Search the records for lines that contain the word "chamfers". Copy them all.

_Data listing_:
________________________________________
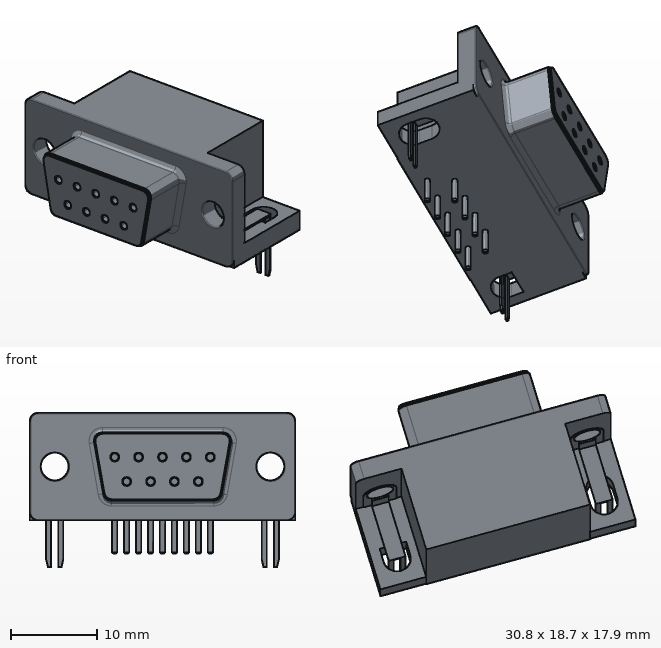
import cadquery as cq
import math


WIDTH = 30.8
HEIGHT = 12.47
DEPTH = 12.63
MID_HEIGHT = HEIGHT / 2
BLOCK_WIDTH = 19.77
WING_DEPTH = 12.57
WING_HEIGHT = 2.5
FLANGE_BACK = 2.3
CORNER_RADIUS = 1.0

PLATE_THICKNESS = 0.35
PLATE_EDGE_RADIUS = 0.1
HOLE_SPACING = 25.0
HOLE_DIAMETER = 3.2
HOLE_EDGE_RADIUS = 0.108

FACE_LENGTH = 6.1
SHELL_HEIGHT = 7.92
SHELL_MID_WIDTH = 14.9
SHELL_SLANT = 10.0
SHELL_CORNER_RADIUS = 1.0
SHELL_ROOT_RADIUS = 0.6
RIM_STEP_LENGTH = 0.2
RIM_STEP_INSET = 0.1
RIM_STEP_COUNT = 2

CONTACT_PITCH = 2.77
UPPER_ROW_COUNT = 5
LOWER_ROW_COUNT = 4
SOCKET_ROW_SPACING = 2.83
SOCKET_ROWS_MIDDLE_Z = 5.9
SOCKET_DIAMETER = 0.85
SOCKET_CHAMFER = 0.1
SOCKET_DEPTH = 5.55
PIN_DIAMETER = 0.65
PIN_LENGTH = 3.88
PIN_TIP_CHAMFER = 0.2
UPPER_ROW_PIN_Y = 10.85
LOWER_ROW_PIN_Y = 7.98

SHEET_THICKNESS = 0.25
TAB_WIDTH = 4.0
TAB_BACK = 2.37
STRIP_WIDTH = 2.03
STRIP_BACK = 2.6
STRIP_TOP = 4.62
ARM_TOP = 2.7
PRONG_BACK = 9.55
PRONG_LENGTH = 5.42
PRONG_GAP = 0.8
PRONG_TAPER_LENGTH = 0.92
PRONG_TAPER_INSET = 0.22

SLOT_WIDTH = 3.2
SLOT_BACK_CENTRE = 9.42
SLOT_FRONT_CENTRE = 7.75


def box(x_range, y_range, z_range):
    """Box spanning the given (low, high) pairs."""
    (x0, x1), (y0, y1), (z0, z1) = x_range, y_range, z_range
    return cq.Workplane("XY").box(x1 - x0, y1 - y0, z1 - z0, centered=False).translate((x0, y0, z0))


def centred(middle, width):
    """Low and high ends of a span centred on middle."""
    return middle - width / 2, middle + width / 2


def front_plane(y):
    """XZ plane at the given Y, centred on the faceplate, with its normal toward -Y."""
    return cq.Workplane("XZ", origin=(0, y, MID_HEIGHT))


def contact_xs(count):
    """X positions of a row of contacts centred on X = 0."""
    return [(i - (count - 1) / 2) * CONTACT_PITCH for i in range(count)]


def make_housing():
    block = box(centred(0, BLOCK_WIDTH), (PLATE_THICKNESS, DEPTH), (0, HEIGHT))
    wings = box(centred(0, WIDTH), (PLATE_THICKNESS, WING_DEPTH), (0, WING_HEIGHT))
    flange = box(centred(0, WIDTH), (PLATE_THICKNESS, FLANGE_BACK), (0, HEIGHT))
    flange = flange.edges("|Y and >Z").fillet(CORNER_RADIUS)
    return block.union(wings).union(flange)


def d_prism(y_back, length, inset=0.0):
    """D-shaped prism growing toward -Y, with its outline moved inward by inset."""
    slope = math.tan(math.radians(SHELL_SLANT))
    half_height = SHELL_HEIGHT / 2 - inset
    half_middle = SHELL_MID_WIDTH / 2 - inset / math.cos(math.radians(SHELL_SLANT))
    half_top = half_middle + half_height * slope
    half_bottom = half_middle - half_height * slope
    corners = [
        (-half_bottom, -half_height),
        (half_bottom, -half_height),
        (half_top, half_height),
        (-half_top, half_height),
    ]
    prism = front_plane(y_back).polyline(corners).close().extrude(length)
    return prism.edges("|Y").fillet(SHELL_CORNER_RADIUS - inset)


def make_front():
    """Faceplate with the shell, whose front end steps inward toward the mating face."""
    plate = front_plane(PLATE_THICKNESS).rect(WIDTH, HEIGHT).extrude(PLATE_THICKNESS)
    plate = plate.edges("|Y").fillet(CORNER_RADIUS)
    plate = plate.faces("<Y").edges().fillet(PLATE_EDGE_RADIUS)
    shell_length = FACE_LENGTH - RIM_STEP_COUNT * RIM_STEP_LENGTH
    shell = d_prism(PLATE_THICKNESS, PLATE_THICKNESS + shell_length)
    front = plate.union(shell)
    root_box = cq.selectors.BoxSelector(
        (CORNER_RADIUS - WIDTH / 2, -PLATE_EDGE_RADIUS, CORNER_RADIUS),
        (WIDTH / 2 - CORNER_RADIUS, PLATE_EDGE_RADIUS, HEIGHT - CORNER_RADIUS),
    )
    front = front.edges(root_box).fillet(SHELL_ROOT_RADIUS)
    for step in range(1, RIM_STEP_COUNT + 1):
        step_length = shell_length + step * RIM_STEP_LENGTH
        front = front.union(d_prism(0, step_length, inset=step * RIM_STEP_INSET))
    return front


def make_sockets():
    """Cutters for the chamfered contact holes in the mating face."""
    upper_z = SOCKET_ROWS_MIDDLE_Z + SOCKET_ROW_SPACING / 2 - MID_HEIGHT
    lower_z = upper_z - SOCKET_ROW_SPACING
    points = [(x, upper_z) for x in contact_xs(UPPER_ROW_COUNT)]
    points += [(x, lower_z) for x in contact_xs(LOWER_ROW_COUNT)]
    mouth = front_plane(-FACE_LENGTH).pushPoints(points)
    bores = mouth.circle(SOCKET_DIAMETER / 2).extrude(-SOCKET_DEPTH)
    mouth_radius = SOCKET_DIAMETER / 2 + SOCKET_CHAMFER
    chamfers = mouth.circle(mouth_radius).extrude(-SOCKET_CHAMFER, taper=45)
    return bores.union(chamfers)


def make_pin_row(count, y):
    points = [(x, y) for x in contact_xs(count)]
    pins = cq.Workplane("XY").pushPoints(points).circle(PIN_DIAMETER / 2).extrude(-PIN_LENGTH)
    return pins.faces("<Z").chamfer(PIN_TIP_CHAMFER)


def make_slot(x, front_is_round):
    """Cutter for the board-lock slot through a wing."""
    radius = SLOT_WIDTH / 2
    outline = (
        cq.Workplane("XY")
        .moveTo(x + radius, SLOT_FRONT_CENTRE)
        .lineTo(x + radius, SLOT_BACK_CENTRE)
        .threePointArc((x, SLOT_BACK_CENTRE + radius), (x - radius, SLOT_BACK_CENTRE))
        .lineTo(x - radius, SLOT_FRONT_CENTRE)
    )
    if front_is_round:
        outline = outline.threePointArc((x, SLOT_FRONT_CENTRE - radius), (x + radius, SLOT_FRONT_CENTRE))
    return outline.close().extrude(WING_HEIGHT)


def make_bracket(x):
    """Sheet-metal bracket: round-topped tab, stiff strip, arm along the wing and split prong."""
    tab_back_plane = cq.Workplane("XZ", origin=(x, TAB_BACK, 0))
    half_tab = TAB_WIDTH / 2
    tab = (
        tab_back_plane.moveTo(-half_tab, WING_HEIGHT)
        .lineTo(half_tab, WING_HEIGHT)
        .lineTo(half_tab, MID_HEIGHT)
        .threePointArc((0, MID_HEIGHT + half_tab), (-half_tab, MID_HEIGHT))
        .close()
        .extrude(SHEET_THICKNESS)
    )
    strip_span = centred(x, STRIP_WIDTH)
    arm_bottom = ARM_TOP - SHEET_THICKNESS
    strip = box(strip_span, (STRIP_BACK - SHEET_THICKNESS, STRIP_BACK), (arm_bottom, STRIP_TOP))
    arm = box(strip_span, (STRIP_BACK - SHEET_THICKNESS, PRONG_BACK), (arm_bottom, ARM_TOP))
    half_strip = STRIP_WIDTH / 2
    half_tip = half_strip - PRONG_TAPER_INSET
    taper_start = PRONG_TAPER_LENGTH - PRONG_LENGTH
    prong = (
        cq.Workplane("XZ", origin=(x, PRONG_BACK, 0))
        .polyline(
            [
                (-half_strip, ARM_TOP),
                (-half_strip, taper_start),
                (-half_tip, -PRONG_LENGTH),
                (half_tip, -PRONG_LENGTH),
                (half_strip, taper_start),
                (half_strip, ARM_TOP),
            ]
        )
        .close()
        .extrude(SHEET_THICKNESS)
    )
    gap_depth = (PRONG_BACK - SHEET_THICKNESS, PRONG_BACK)
    gap = box(centred(x, PRONG_GAP), gap_depth, (-PRONG_LENGTH, arm_bottom))
    return tab.union(strip).union(arm).union(prong.cut(gap))


def make_mounting_hole(x):
    """Cutter for a mounting hole whose front edge is rounded."""
    radius = HOLE_DIAMETER / 2
    mouth_radius = radius + HOLE_EDGE_RADIUS
    blend = HOLE_EDGE_RADIUS * (1 - math.sqrt(0.5))
    profile = (
        cq.Workplane("XY")
        .moveTo(0, 0)
        .lineTo(mouth_radius, 0)
        .threePointArc((radius + blend, blend), (radius, HOLE_EDGE_RADIUS))
        .lineTo(radius, TAB_BACK)
        .lineTo(0, TAB_BACK)
        .close()
    )
    return profile.revolve(360, (0, 0, 0), (0, 1, 0)).translate((x, 0, MID_HEIGHT))


result = make_housing().union(make_front()).cut(make_sockets())
result = result.union(make_pin_row(UPPER_ROW_COUNT, UPPER_ROW_PIN_Y))
result = result.union(make_pin_row(LOWER_ROW_COUNT, LOWER_ROW_PIN_Y))

for side in (-1, 1):
    hole_x = side * HOLE_SPACING / 2
    result = result.cut(make_slot(hole_x, front_is_round=side < 0))
    result = result.union(make_bracket(hole_x)).cut(make_mounting_hole(hole_x))
________________________________________
_Solution for this exercise_:
    chamfers = mouth.circle(mouth_radius).extrude(-SOCKET_CHAMFER, taper=45)
    return bores.union(chamfers)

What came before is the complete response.